My second dream was about my local Walmart selling BEAUTIFUL white rosetail Bettas with cute little blue splotches by the tail. They had like three of these in dirty little Walmart cups  I realized it was only a dream like ten minutes ago, and I was pretty disappointed because I was gonna go save one of those little fish!


----------



## tiffanylucky (Nov 6, 2013)

YES! I dream of rescuing bettas as well al well as getting more. The only thing that's stopping me is that my parents would kill me, I'm just lucky to keep two spoiled bettas. I have two five gallons and I keep the tanks side by side so they can see eachother.


----------



## FishyOfTheOpera (Jul 13, 2015)

tiffanylucky said:


> YES! I dream of rescuing bettas as well al well as getting more. The only thing that's stopping me is that my parents would kill me, I'm just lucky to keep two spoiled bettas. I have two five gallons and I keep the tanks side by side so they can see eachother.


Hehehe glad I'm not the only one! 

Ditto! I'd buy thousands of Bettas if I had unlimited time, money, and space!


----------



## Tealight03 (Nov 15, 2014)

I had a dream about someone wanting to put a betta and a bunch of other fish in too small of a tank and I was trying to talk them out of it. I blame the Pet Store Bystander thread for that one. I also had a dream about a red betta being out of water and dying. I took that as a sign to cover Killian's hood. There are two large openings he might be able to get through. And he's my jumper.


----------



## ao (Feb 29, 2012)

Last night I dreamt that my largest cherry shrimp died and was being picked apart by all the other shrimps. I tried to put her back together, but she kept falling apart....

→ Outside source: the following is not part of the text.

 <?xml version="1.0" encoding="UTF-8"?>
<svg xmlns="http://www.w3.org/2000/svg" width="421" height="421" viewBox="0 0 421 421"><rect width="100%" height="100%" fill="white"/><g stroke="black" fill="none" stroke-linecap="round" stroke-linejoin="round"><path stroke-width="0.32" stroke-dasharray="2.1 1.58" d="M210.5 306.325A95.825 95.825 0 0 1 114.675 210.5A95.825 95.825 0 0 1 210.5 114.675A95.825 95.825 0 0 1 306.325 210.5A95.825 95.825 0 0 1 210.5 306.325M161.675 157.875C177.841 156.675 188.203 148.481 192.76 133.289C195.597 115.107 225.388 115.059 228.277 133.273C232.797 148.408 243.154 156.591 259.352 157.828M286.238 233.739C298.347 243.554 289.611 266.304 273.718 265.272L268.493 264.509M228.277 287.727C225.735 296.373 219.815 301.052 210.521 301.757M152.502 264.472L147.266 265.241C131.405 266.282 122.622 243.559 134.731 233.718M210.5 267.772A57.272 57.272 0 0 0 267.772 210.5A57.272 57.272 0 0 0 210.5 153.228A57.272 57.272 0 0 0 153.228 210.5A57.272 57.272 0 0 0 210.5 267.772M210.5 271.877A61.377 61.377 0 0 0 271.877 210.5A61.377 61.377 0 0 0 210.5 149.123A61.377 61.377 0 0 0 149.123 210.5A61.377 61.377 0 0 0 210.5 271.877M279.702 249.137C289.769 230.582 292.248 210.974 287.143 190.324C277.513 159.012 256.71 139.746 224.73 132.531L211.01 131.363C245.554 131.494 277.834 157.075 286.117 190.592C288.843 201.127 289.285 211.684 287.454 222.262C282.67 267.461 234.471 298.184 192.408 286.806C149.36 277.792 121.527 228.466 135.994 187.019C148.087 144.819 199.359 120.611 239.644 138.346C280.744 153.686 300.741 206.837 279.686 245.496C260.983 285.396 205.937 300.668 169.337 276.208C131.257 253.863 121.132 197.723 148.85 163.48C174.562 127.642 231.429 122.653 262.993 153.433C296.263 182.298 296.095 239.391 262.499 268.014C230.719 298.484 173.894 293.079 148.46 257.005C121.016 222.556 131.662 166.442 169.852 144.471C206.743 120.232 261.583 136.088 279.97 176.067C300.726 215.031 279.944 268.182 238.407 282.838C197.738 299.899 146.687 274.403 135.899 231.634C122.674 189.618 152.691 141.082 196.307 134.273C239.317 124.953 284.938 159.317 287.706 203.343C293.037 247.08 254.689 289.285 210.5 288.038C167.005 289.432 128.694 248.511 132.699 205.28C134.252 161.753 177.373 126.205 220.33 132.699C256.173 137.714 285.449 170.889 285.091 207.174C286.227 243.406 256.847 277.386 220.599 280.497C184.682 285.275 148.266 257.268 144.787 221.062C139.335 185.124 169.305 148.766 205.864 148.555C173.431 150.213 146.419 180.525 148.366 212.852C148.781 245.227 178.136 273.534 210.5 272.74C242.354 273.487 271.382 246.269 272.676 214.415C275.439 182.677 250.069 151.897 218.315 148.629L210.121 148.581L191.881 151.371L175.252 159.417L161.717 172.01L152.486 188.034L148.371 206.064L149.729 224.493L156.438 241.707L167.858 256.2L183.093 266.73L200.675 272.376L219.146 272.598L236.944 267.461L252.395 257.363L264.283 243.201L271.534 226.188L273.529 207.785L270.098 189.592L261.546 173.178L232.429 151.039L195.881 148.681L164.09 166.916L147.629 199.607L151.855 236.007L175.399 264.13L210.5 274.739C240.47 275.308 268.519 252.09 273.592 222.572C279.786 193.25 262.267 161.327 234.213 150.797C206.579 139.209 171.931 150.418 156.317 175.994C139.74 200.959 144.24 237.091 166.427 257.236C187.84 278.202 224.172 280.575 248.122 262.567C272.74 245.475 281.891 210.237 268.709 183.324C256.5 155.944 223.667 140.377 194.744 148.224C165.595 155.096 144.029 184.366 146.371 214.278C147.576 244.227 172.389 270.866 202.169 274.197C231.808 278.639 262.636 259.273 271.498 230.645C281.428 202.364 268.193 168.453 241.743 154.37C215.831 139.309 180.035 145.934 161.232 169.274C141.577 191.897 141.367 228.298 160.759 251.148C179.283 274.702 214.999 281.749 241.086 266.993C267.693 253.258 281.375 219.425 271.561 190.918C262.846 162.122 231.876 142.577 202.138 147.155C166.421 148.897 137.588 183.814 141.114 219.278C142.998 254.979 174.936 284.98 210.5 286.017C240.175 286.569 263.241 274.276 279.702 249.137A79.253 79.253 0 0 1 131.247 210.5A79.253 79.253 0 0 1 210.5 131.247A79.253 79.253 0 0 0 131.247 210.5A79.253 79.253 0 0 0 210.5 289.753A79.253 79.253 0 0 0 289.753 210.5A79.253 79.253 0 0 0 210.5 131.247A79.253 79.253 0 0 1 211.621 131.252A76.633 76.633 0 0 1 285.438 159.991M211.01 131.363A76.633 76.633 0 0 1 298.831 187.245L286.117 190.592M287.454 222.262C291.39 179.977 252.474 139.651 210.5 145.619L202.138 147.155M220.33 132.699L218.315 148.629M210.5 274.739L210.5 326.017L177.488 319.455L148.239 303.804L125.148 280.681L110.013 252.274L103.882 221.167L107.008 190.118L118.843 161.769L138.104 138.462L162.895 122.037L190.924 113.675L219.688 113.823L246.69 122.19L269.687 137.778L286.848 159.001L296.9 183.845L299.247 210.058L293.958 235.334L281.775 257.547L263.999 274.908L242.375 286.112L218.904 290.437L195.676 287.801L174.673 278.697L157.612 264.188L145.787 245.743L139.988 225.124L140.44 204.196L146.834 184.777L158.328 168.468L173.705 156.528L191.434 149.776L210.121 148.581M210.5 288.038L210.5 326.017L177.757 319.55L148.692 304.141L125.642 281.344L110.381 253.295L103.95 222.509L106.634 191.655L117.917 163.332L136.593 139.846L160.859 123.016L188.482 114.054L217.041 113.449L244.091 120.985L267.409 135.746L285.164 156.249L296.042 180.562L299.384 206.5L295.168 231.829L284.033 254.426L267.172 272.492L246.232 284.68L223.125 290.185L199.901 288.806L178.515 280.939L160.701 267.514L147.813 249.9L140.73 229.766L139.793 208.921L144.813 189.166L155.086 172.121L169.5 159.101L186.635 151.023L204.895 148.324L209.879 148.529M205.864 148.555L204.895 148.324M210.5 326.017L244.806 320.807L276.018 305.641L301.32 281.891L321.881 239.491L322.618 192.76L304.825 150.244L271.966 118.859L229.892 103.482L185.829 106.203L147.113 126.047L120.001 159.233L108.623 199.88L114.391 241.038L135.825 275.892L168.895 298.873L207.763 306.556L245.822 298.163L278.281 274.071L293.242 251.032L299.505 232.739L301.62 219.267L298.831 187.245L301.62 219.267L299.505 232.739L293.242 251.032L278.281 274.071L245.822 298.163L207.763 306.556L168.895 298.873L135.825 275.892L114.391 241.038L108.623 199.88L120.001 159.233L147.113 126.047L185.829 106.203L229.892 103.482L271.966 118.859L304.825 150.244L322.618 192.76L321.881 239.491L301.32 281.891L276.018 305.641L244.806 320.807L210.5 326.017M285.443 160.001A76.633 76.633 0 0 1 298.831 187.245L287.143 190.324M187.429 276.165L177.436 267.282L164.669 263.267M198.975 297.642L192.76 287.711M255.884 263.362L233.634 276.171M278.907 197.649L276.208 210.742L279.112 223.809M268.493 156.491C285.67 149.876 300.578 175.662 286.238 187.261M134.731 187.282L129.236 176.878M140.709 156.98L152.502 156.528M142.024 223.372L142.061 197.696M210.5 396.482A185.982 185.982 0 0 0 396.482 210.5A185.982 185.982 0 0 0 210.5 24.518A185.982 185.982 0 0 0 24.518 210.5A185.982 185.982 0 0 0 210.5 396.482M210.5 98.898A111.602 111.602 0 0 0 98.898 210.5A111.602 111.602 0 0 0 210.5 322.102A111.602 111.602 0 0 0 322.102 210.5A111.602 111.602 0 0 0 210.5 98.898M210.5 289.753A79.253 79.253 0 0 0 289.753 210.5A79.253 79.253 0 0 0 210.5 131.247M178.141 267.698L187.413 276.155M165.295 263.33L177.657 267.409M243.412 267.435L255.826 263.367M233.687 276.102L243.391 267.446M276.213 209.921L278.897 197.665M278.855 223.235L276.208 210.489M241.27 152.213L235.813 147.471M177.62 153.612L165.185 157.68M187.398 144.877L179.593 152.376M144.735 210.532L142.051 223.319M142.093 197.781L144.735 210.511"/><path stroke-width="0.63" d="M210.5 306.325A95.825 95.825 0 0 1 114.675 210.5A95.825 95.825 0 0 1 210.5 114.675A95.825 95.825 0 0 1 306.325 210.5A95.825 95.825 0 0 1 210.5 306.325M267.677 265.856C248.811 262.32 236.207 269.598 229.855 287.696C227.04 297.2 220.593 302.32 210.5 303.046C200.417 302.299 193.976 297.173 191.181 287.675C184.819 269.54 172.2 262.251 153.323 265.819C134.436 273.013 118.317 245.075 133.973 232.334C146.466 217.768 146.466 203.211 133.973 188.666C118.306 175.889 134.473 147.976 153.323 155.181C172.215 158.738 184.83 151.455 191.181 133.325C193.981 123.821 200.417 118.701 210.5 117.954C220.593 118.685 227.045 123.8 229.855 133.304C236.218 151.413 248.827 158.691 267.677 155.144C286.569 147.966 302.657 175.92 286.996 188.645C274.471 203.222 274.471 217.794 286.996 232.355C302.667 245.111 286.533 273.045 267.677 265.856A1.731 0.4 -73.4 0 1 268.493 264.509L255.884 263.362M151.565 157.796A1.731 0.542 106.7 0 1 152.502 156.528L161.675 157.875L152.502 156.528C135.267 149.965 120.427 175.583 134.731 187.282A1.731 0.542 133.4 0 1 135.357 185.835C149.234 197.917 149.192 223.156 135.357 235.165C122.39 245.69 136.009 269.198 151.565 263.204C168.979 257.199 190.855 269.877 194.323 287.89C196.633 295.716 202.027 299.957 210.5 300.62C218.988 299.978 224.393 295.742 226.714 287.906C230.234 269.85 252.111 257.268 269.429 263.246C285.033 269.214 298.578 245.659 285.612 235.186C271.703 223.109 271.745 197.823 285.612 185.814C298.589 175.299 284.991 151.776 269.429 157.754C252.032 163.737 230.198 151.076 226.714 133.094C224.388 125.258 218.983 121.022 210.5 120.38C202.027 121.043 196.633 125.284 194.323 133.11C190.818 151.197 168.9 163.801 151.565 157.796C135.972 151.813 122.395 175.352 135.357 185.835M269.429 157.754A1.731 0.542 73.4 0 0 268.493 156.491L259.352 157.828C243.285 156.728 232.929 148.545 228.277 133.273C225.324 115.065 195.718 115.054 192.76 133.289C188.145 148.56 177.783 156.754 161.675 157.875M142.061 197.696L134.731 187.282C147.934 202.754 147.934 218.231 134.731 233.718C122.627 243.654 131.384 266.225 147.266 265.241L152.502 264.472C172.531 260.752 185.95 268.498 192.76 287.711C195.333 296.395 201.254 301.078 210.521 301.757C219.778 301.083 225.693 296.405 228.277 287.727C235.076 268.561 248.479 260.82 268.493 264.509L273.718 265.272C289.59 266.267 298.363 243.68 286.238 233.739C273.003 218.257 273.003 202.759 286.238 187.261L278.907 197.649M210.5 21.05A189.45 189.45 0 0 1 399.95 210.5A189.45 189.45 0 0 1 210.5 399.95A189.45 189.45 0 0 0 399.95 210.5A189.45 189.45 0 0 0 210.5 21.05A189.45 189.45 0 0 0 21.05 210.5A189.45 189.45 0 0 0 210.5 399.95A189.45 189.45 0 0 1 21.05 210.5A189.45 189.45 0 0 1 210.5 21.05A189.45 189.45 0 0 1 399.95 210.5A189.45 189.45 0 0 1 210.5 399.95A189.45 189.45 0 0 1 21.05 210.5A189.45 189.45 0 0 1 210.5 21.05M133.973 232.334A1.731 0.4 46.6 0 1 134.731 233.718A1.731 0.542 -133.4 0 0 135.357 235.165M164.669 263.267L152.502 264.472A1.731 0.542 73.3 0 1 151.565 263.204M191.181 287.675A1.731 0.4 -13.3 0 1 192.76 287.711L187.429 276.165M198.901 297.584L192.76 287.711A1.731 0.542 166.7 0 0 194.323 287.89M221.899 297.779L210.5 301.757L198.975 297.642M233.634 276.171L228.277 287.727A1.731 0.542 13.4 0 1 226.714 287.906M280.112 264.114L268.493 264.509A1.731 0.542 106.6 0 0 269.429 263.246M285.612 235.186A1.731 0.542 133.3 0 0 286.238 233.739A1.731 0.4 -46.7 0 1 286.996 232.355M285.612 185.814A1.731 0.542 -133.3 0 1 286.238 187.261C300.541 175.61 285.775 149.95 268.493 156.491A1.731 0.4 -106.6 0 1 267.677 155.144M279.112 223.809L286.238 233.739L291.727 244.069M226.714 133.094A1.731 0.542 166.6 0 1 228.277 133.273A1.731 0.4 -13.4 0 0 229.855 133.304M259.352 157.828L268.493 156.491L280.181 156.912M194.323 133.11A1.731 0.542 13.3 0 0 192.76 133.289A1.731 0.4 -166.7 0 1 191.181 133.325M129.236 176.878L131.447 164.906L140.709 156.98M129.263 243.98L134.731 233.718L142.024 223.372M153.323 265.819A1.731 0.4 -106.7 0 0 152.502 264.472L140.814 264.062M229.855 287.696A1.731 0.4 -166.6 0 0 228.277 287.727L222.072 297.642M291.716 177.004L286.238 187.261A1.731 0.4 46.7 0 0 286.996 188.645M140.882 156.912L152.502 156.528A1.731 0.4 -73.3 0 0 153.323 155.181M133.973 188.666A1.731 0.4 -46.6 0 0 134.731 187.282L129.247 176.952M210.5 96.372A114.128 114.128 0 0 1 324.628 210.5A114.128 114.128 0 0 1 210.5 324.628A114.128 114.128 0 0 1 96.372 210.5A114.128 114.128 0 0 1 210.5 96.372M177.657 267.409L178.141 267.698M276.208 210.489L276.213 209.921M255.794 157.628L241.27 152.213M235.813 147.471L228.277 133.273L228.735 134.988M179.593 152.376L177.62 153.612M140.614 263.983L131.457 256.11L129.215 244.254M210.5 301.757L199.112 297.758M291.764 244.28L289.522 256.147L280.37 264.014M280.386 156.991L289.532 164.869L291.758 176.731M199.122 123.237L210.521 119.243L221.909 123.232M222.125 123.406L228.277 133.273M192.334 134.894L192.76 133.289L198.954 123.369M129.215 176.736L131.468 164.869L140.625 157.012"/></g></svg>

Oh and there was also the time I dreamed my betta grew to 3 inches and got crushed under some rocks. i went to get some water to save him, but by the time I got back, it was too late...

I don't like fishy nightmares


----------



## tiffanylucky (Nov 6, 2013)

ao said:


> Last night I dreamt that my largest cherry shrimp died and was being picked apart by all the other shrimps. I tried to put her back together, but she kept falling apart....
> 
> Oh and there was also the time I dreamed my betta grew to 3 inches and got crushed under some rocks. i went to get some water to save him, but by the time I got back, it was too late...
> 
> I don't like fishy nightmares


When I have those, I wake up and check on my bettas. They hate it because I turn the main light in my room on and wake them up to make sure they are ok.


----------



## Laki (Aug 24, 2011)

I dream about bettas because I don't have any!!


----------



## MikeG14 (May 31, 2014)

Like Jiro, I dream of sushi not bettas.


----------



## Aqua Aurora (Oct 4, 2013)

I've had sevearl aquarium related dreams. Some about bettas some not. Most common theme seems to be waaaaay to many tanks (I'm talking floor to ceiling over 100 tanks stacked together) or finding a tank with fish that I'd forgotten about for a long time (no care or feeding). For some reason most of the betta dream ones include multiple splendens in a tank together (without dividers) and me usually panicking and trying to find containers to put them all in to separate them before they kill eachother!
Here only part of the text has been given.